Data entries
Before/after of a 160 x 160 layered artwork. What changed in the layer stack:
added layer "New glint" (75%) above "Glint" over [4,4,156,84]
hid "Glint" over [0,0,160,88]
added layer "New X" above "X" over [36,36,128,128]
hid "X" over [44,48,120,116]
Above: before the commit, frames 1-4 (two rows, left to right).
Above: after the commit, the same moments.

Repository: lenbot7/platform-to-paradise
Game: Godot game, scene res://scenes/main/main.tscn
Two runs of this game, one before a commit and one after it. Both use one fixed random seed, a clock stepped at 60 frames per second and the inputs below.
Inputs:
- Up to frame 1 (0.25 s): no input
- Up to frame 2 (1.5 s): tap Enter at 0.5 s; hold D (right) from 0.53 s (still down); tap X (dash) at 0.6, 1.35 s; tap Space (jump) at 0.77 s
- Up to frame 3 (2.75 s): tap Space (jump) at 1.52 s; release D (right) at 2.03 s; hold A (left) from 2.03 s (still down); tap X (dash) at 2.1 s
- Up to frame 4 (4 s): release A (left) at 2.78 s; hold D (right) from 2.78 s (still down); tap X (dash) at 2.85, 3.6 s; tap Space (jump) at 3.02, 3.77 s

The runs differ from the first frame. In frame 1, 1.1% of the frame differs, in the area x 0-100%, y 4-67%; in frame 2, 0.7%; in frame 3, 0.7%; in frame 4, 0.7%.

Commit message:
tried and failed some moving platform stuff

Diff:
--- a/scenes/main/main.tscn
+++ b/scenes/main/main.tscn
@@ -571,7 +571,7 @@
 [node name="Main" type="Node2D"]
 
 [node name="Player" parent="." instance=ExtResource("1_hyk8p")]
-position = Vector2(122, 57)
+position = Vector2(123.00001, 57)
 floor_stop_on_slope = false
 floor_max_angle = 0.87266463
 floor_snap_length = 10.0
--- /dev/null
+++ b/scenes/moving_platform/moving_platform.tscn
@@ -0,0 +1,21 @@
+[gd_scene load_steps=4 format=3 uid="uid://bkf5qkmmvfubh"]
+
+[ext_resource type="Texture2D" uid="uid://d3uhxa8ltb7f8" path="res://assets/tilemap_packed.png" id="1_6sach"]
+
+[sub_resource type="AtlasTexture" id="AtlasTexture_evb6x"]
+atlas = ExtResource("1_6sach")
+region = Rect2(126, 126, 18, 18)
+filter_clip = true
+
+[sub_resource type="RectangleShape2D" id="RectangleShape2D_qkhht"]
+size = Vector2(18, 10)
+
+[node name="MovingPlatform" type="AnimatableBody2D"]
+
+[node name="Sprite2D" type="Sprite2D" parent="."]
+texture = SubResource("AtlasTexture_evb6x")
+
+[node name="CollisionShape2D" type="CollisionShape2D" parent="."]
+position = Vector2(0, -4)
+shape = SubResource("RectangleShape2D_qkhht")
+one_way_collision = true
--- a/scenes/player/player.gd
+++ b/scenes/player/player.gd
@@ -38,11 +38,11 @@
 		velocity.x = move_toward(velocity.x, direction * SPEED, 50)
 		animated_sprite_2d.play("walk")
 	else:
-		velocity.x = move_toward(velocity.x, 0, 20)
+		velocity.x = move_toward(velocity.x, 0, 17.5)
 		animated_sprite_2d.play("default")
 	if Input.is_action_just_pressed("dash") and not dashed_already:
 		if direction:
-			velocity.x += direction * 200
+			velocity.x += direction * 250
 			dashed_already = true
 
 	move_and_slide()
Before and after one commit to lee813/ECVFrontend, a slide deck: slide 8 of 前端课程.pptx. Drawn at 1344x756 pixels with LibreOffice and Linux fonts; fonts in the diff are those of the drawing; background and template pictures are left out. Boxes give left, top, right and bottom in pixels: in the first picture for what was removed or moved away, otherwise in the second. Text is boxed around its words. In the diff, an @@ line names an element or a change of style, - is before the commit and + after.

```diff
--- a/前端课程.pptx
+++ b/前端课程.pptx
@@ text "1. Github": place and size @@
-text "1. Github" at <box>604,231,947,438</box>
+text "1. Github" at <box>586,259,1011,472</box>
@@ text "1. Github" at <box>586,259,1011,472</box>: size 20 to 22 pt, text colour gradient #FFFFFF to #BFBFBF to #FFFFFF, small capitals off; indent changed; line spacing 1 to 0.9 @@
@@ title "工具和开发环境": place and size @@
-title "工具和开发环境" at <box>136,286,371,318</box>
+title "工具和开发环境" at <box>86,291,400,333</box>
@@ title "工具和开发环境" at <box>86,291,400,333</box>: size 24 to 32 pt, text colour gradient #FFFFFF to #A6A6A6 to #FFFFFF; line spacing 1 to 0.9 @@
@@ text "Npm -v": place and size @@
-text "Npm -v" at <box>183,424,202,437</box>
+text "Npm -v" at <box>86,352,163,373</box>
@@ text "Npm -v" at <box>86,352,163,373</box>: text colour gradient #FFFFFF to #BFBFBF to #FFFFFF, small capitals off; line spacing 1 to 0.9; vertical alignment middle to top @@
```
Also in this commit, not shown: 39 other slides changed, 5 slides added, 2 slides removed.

◆ **Task item**:
Check each line in the records for the word "Github" and say how many have it, with nothing else.

◆ **Written solution**:
4